Currently on Arch Linux after they shipped an update to the linux-firmware set (20170217.12987ca-1), there's been reports of various issues ranging from power management failing to in my case (AMD Radeon RX 460) Xorg failing to work at all (it either blinks and goes back to a frozen VT as the GPU hangs, or the GPU hangs on a full-screen corruption of some kind.) This is broken on both kernel 4.9.11 and 4.10 in my testing, on Xorg 1.19.1. The system still responds to SSH connections, but fails to shutdown properly if attempted over that. Tracker link: https://bugs.archlinux.org/task/53042 I've traced it back to a specific commit to linux-firmware, 7a110b85a46d7f884f4ac712ff52e02ed57234bd, https://git.kernel.org/cgit/linux/kernel/git/firmware/linux-firmware.git/commit/amdgpu/carrizo_ce.bin?id=7a110b85a46d7f884f4ac712ff52e02ed57234bd, pushed to the git repo on 2-17-17, which updates a large subset of the firmware images used by AMDGPU. Seeing as how this is a binary file set, I'm really not sure how to proceed from here in testing it to give any more useful information here. Apologies if this is the wrong place to report a firmware issue, but I was unsure where to file it otherwise.

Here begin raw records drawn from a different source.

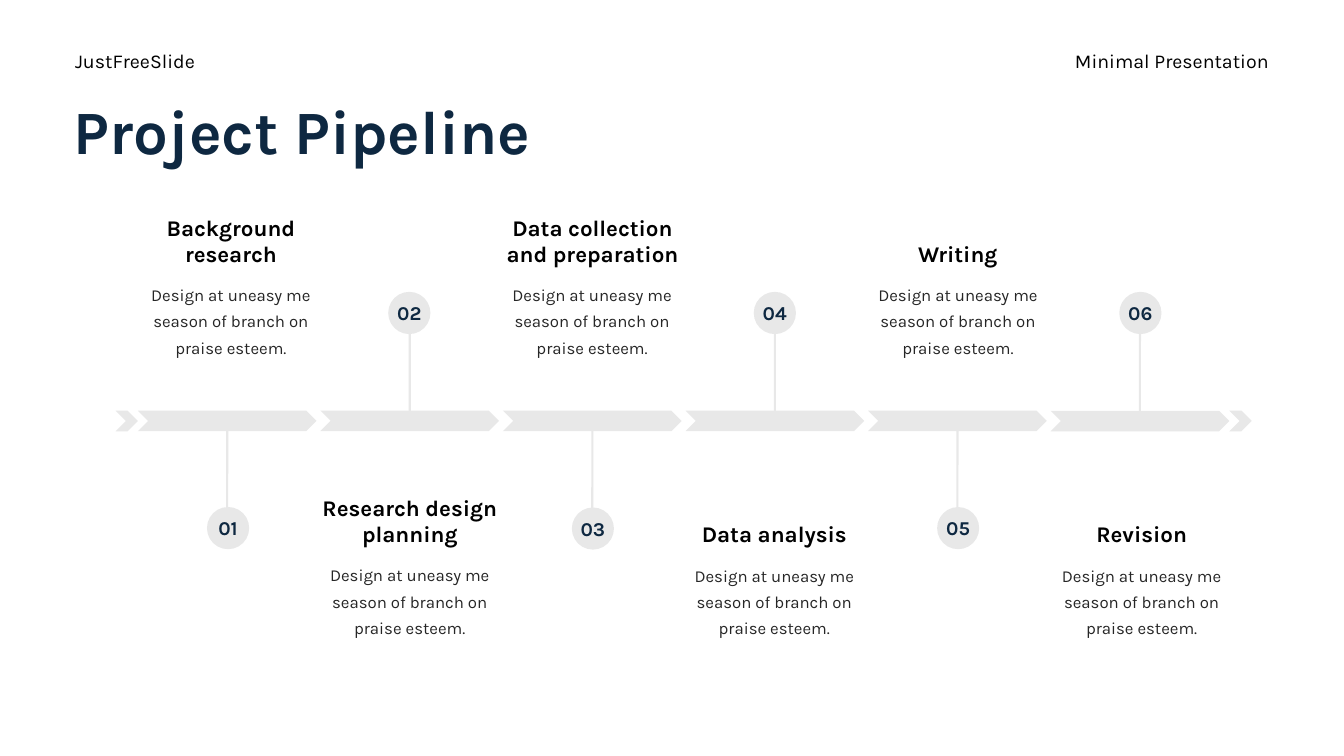
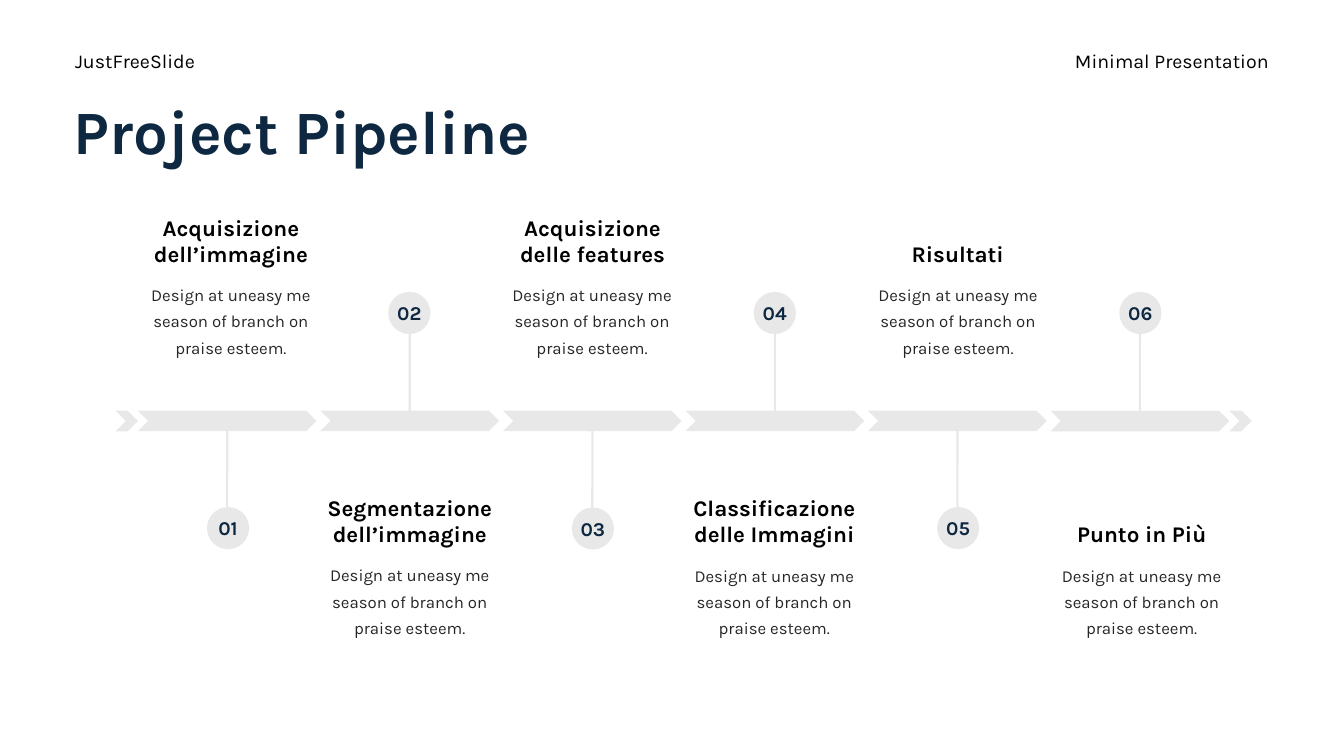
Before and after one commit to aleeteo/leaf_ID, a slide deck: slide 7 of ProjectLeafWIP.pptx (slide 6 before the commit). Drawn at 1344x756 pixels with LibreOffice and Linux fonts; fonts in the diff are those of the drawing. Boxes give left, top, right and bottom in pixels: in the first picture for what was removed or moved away, otherwise in the second. Text is boxed around its words. In the diff, an @@ line names an element or a change of style, - is before the commit and + after.

```diff
--- a/ProjectLeafWIP.pptx
+++ b/ProjectLeafWIP.pptx
@@ text at [154, 220, 308, 268]: text changed @@
-Background research
+Acquisizione dell’immagine
@@ text at [520, 220, 665, 263]: text changed @@
-Data collection and preparation
+Acquisizione delle features
@@ text at [912, 246, 1004, 263]: text changed @@
-Writing
+Risultati
@@ text at [327, 500, 492, 548]: text changed @@
-Research design planning
+Segmentazione dell’immagine
@@ text at [693, 500, 855, 548]: text changed @@
-Data analysis
+Classificazione delle Immagini
@@ text at [1077, 524, 1206, 543]: text changed @@
-Revision
+Punto in Più
```
Also in this commit, not shown: 3 other slides changed, 7 slides added.
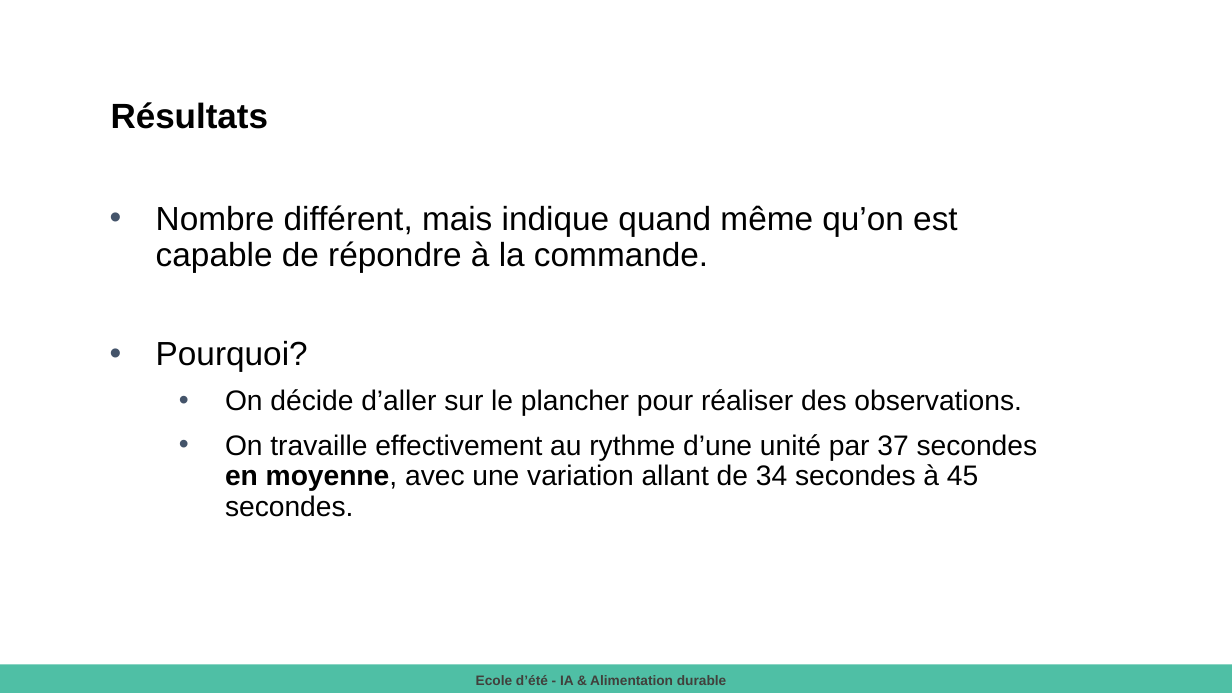
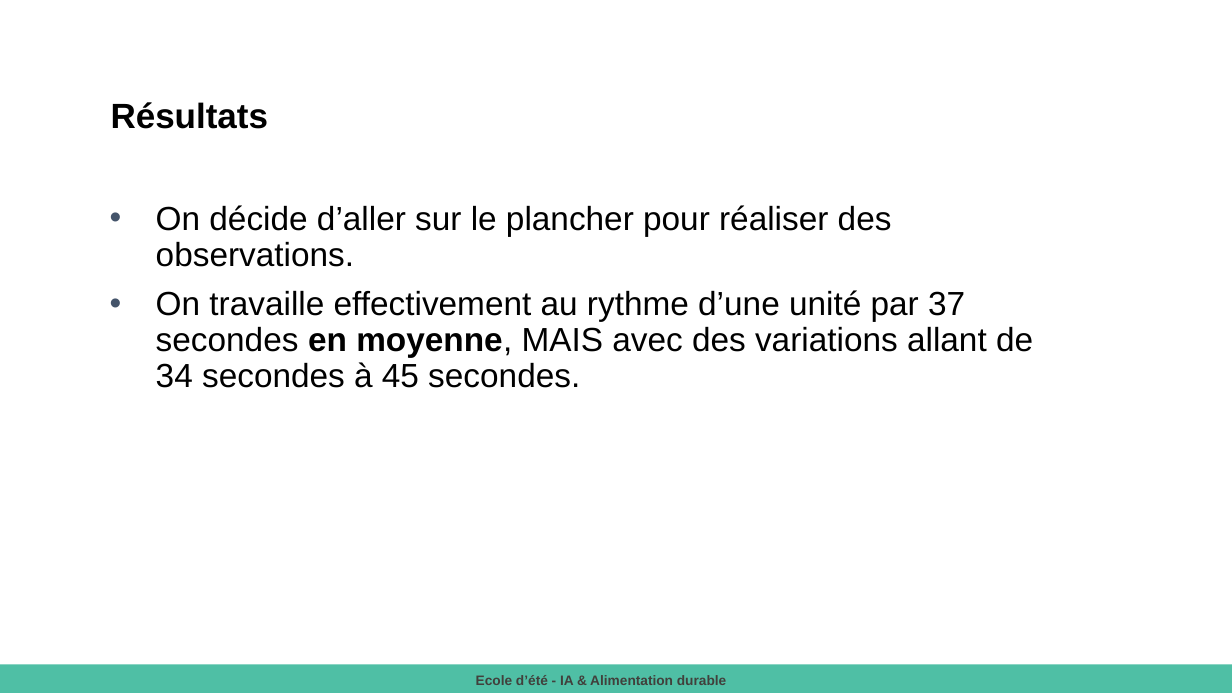
Before and after one commit to Menard980/2025-08-26-_La-_simulation_pour_pallier_le_manque_de_donnees-Ecole_ete_IA_et_Alimentation_durable, a slide deck: slide 11 of 2025 Présentation Atelier simulation.pptx. Drawn at 1232x693 pixels with LibreOffice and Linux fonts; fonts in the diff are those of the drawing. Boxes give left, top, right and bottom in pixels: in the first picture for what was removed or moved away, otherwise in the second. Text is boxed around its words. In the diff, an @@ line names an element or a change of style, - is before the commit and + after.

```diff
--- a/2025 Présentation Atelier simulation.pptx
+++ b/2025 Présentation Atelier simulation.pptx
@@ text at (156, 205, 957, 371): paragraphs removed @@
-• Nombre différent, mais indique quand même qu’on est capable de répondre à la commande.
-• Pourquoi?
@@ text at (156, 205, 892, 267): size 22 to 26 pt in "On décide d’aller sur le plancher pour ..."; list level 2 to 1 in "On décide d’aller sur le ..." @@
@@ text at (156, 290, 1033, 388): text changed; size 22 to 26 pt @@
-  • On travaille effectivement au rythme d’une unité par 37 secondes en moyenne, avec une variation allant de 34 secondes à 45 secondes.
+• On travaille effectivement au rythme d’une unité par 37 secondes en moyenne, MAIS avec des variations allant de 34 secondes à 45 secondes.
```
Also in this commit, not shown: 7 other slides changed, 2 slides added, 2 slides removed.

There's a dmesg set on the Arch bug tracker provided for the power management failure case - Previous firmware revision: https://bugs.archlinux.org/task/53042?getfile=15004 Current firmware revision: https://bugs.archlinux.org/task/53042?getfile=15005 Looking at my Xorg logs over SSH at the time, there were no differences to a successful useage of Xorg on the previous firmware. I wasn't thoughtful enough to take a dmesg capture, and I've got a large workload running on my machine right now. I can probably experiment with getting the logs for my case in a day or two.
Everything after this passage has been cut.